Back in 1995 Nick Routledge (Nick then, Nick nowish) invited me to contribute to his site World3. So I sent him a longish piece, “As We Might Learn: Vannevar Bush where are you now?”. In the short accompanying bio I described myself, in part as a joke, as presentologist. So I got a little frisson of pleasure,when delving into the writings of Russell Ackoff, to find a paper that begins:
“I am not the right person to have been assigned the topic, “Thinking about the Future.” I am a presentologist, not a futurologist.
So much time is currently spent in worrying about the future that the present is allowed to go to hell. Unless we correct some of the world’s current systemic deficiencies now, the future is condemned to be as disappointing as the present.
My preoccupation is with where we would ideally like to be right now. Knowing this, we can act now so as constantly to reduce the gap between where we are and where we want to be. Then, to large extent, the future is created by what we do now. Now is the only time in which we can act.”

A thought for 2007

Slightly stung by a comment by Gill on my first entry for 2007 asking why I had made no “drift” predictions, I refered her to a longish piece I posted on July 18, 2003, “It’s hard to predict”.
Reading it again I was quite pleased to see that my intuitions still stand and are still working their way through the shifting aspects of the world where we can practice purposive drift.
The three predictions were these:
“The first is that we should still expect a lot of disruptive, technological surprises to come.
The second is that network thinking, or what George Nelson called the “connections game”, is going to become a key ability in life and in business.
And the third is that analogue interfaces to digital media are going to be a hot area of development over the next few years.”

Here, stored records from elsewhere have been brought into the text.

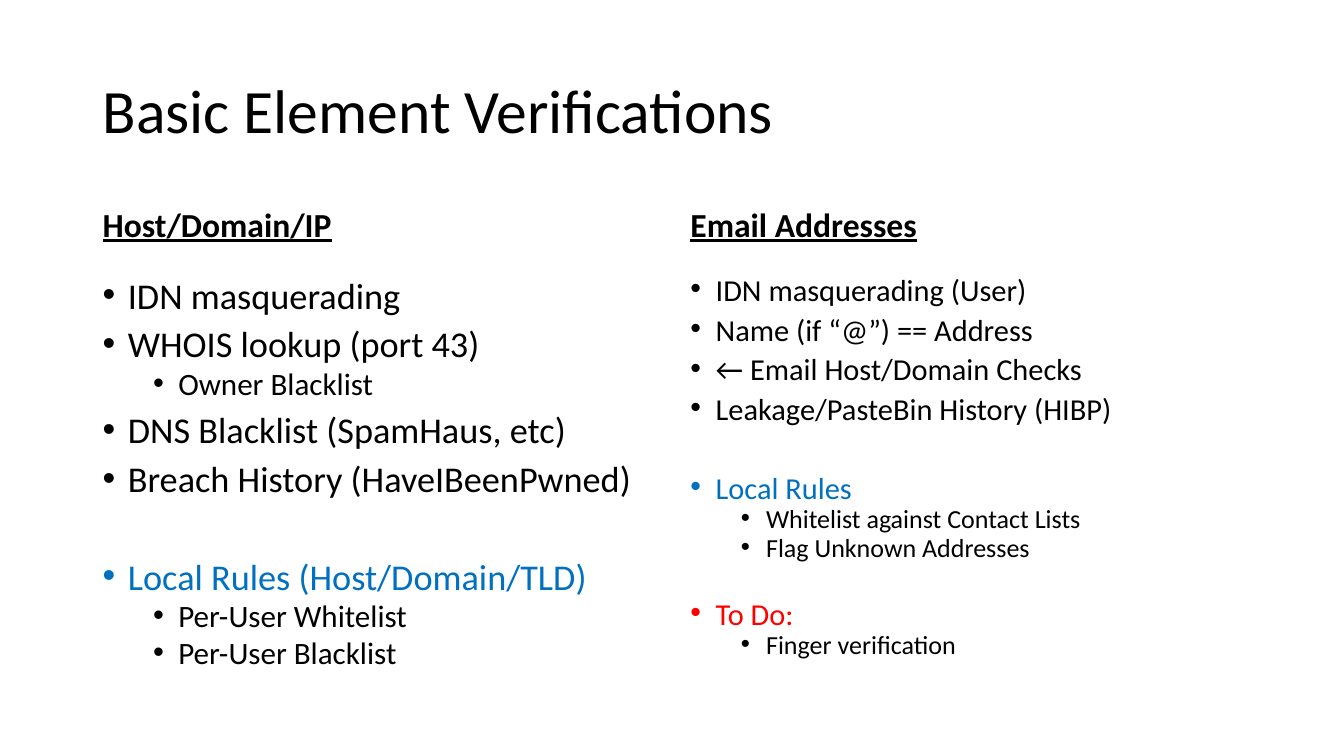
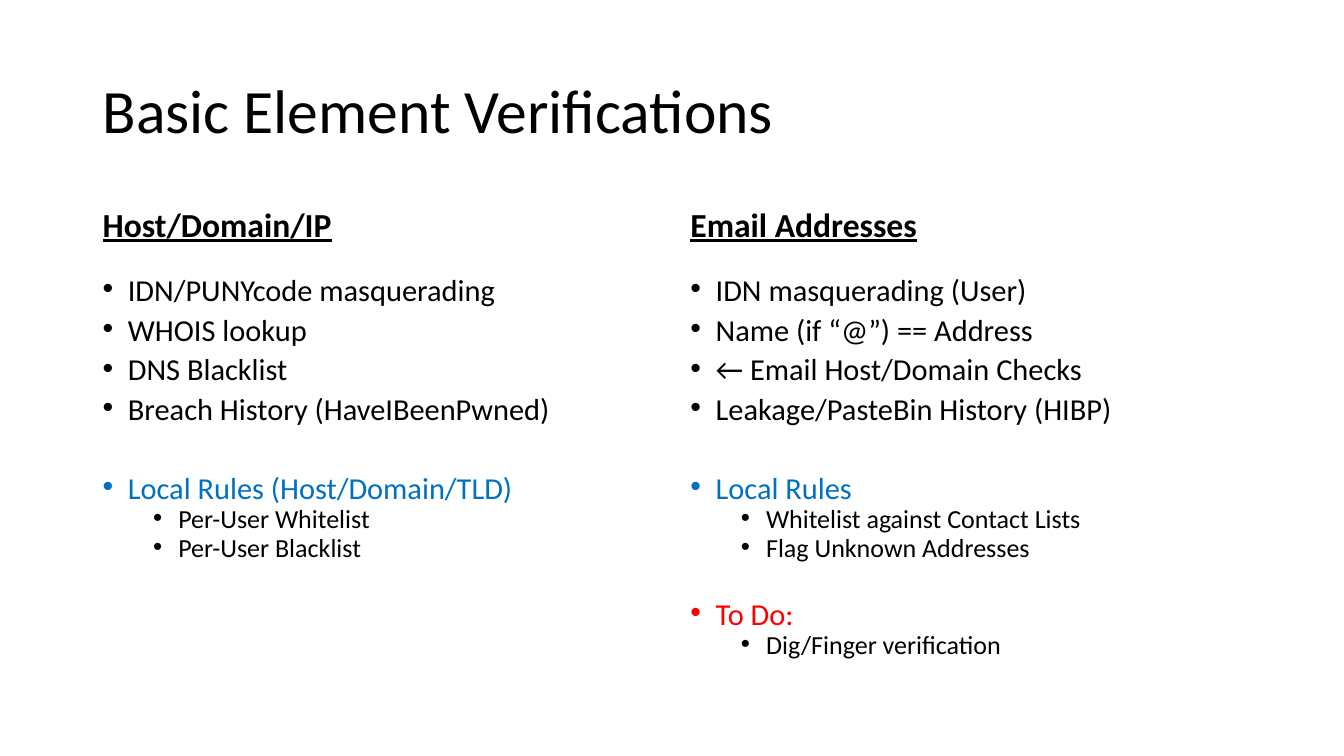
Before and after one commit to CodeChex/OutlookSafetyChecks, a slide deck: slide 2 of Outlook Safety Check.pptx. Drawn at 1344x756 pixels with LibreOffice and Linux fonts; fonts in the diff are those of the drawing. Boxes give left, top, right and bottom in pixels: in the first picture for what was removed or moved away, otherwise in the second. Text is boxed around its words. In the diff, an @@ line names an element or a change of style, - is before the commit and + after.

```diff
--- a/Outlook Safety Check.pptx
+++ b/Outlook Safety Check.pptx
@@ text at [128, 280, 494, 381]: text changed; size 25.9 to 21.7 pt @@
-• IDN masquerading
-• WHOIS lookup (port 43)
-  • Owner Blacklist
-• DNS Blacklist (SpamHaus, etc)
+• IDN/PUNYcode masquerading
+• WHOIS lookup
+• DNS Blacklist
@@ text at [128, 398, 550, 558]: size 25.9 to 21.7 pt in "Breach History (HaveIBeenPwned)", "Local Rules (Host/Domain/TLD)"; size 22.2 to 18.6 pt in "Per-User Whitelist", "Per-User Blacklist"; line spacing 0.8 to 0.7 @@
@@ text at [766, 636, 1001, 659]: text changed @@
-  • Finger verification
+  • Dig/Finger verification
```
Also in this commit, not shown: 5 other slides changed, 51 other files.

Taking one little chunk out of this longish piece as my thought for 2007 (and something I should pay attention to myself) I put forward this one:
“… the strongest advice I could give to any individual or business is to become sensitive to where you fit in your networks, learn to think in terms of nodes and connections and the complex interactions and feedback between them, and be conscious of the dynamics of your patterns of connection. Whether you are aware of it or not, your success or failure is going to bound up in how well or not you identify, create and navigate your networks.”